*** Input material Section Begins ***

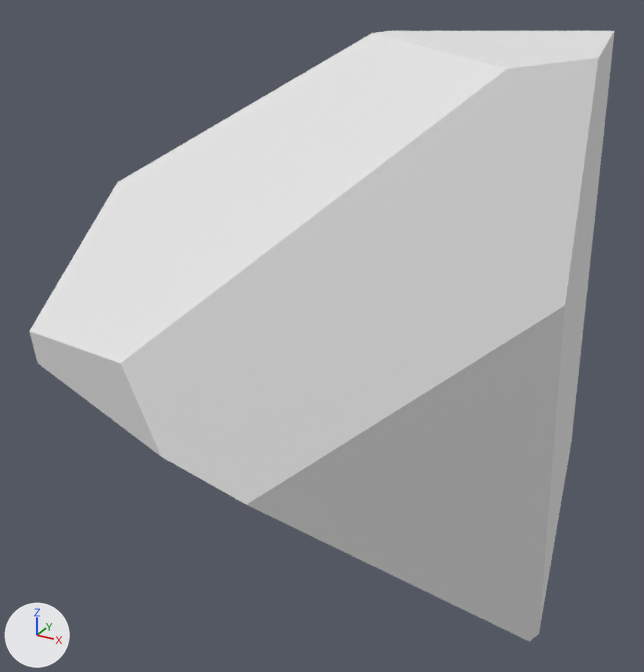
What one commit did to the OBJ model assets/pieces/potato_train/potato_0234.obj.
Before and after are seen from a 50 mm lens placed at (0.0227, -0.0429, 0.0205), pointed at (0.0, -0.0017, -0.0001). Lighting does not change. The marker at lower left points along +X, +Y and +Z. The older version comes first. Where no turn or scale is listed for an object, it has been applied to the vertices.

In view in the first picture: 'potato_0234'.
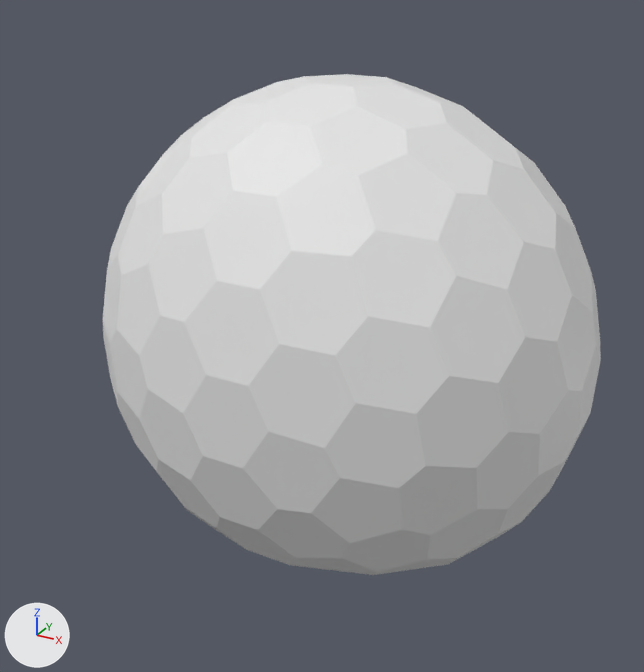
Patch to the scene script:
```diff
--- a/assets/pieces/potato_train/potato_0234.obj.py
+++ b/assets/pieces/potato_train/potato_0234.obj.py
@@ me_potato_0234 @@
 # used by ob_potato_0234; location = (0.0, 0.0, 0.0)
-me_potato_0234.from_pydata(...)  # 20 vertices, 36 faces; spans x -0.0173..0.0138, y -0.0146..0.0079, z -0.018..0.0164
+me_potato_0234.from_pydata(...)  # 248 vertices, 492 faces; spans x -0.0148..0.0148, y -0.0115..0.0091, z -0.0112..0.0139
+# me_potato_0234 part 1: the whole mesh is rebuilt
```

Boxes [x1, y1, x2, y2] around the edits, measured in the pictures (644 x 672 px):
'potato_0234', reshaped (15% narrower, 18% shorter)
    before: [29, 31, 615, 641]
    after: [102, 74, 601, 575]

*** Input material Section Ends ***

● **What is being asked**: In repeating the entries, exclude the pictures and alter nothing else.

● **Your solution**:
What one commit did to the OBJ model assets/pieces/potato_train/potato_0234.obj.
Before and after are seen from a 50 mm lens placed at (0.0227, -0.0429, 0.0205), pointed at (0.0, -0.0017, -0.0001). Lighting does not change. The marker at lower left points along +X, +Y and +Z. The older version comes first. Where no turn or scale is listed for an object, it has been applied to the vertices.

In view in the first picture: 'potato_0234'.
Patch to the scene script:
```diff
--- a/assets/pieces/potato_train/potato_0234.obj.py
+++ b/assets/pieces/potato_train/potato_0234.obj.py
@@ me_potato_0234 @@
 # used by ob_potato_0234; location = (0.0, 0.0, 0.0)
-me_potato_0234.from_pydata(...)  # 20 vertices, 36 faces; spans x -0.0173..0.0138, y -0.0146..0.0079, z -0.018..0.0164
+me_potato_0234.from_pydata(...)  # 248 vertices, 492 faces; spans x -0.0148..0.0148, y -0.0115..0.0091, z -0.0112..0.0139
+# me_potato_0234 part 1: the whole mesh is rebuilt
```

Boxes [x1, y1, x2, y2] around the edits, measured in the pictures (644 x 672 px):
'potato_0234', reshaped (15% narrower, 18% shorter)
    before: [29, 31, 615, 641]
    after: [102, 74, 601, 575]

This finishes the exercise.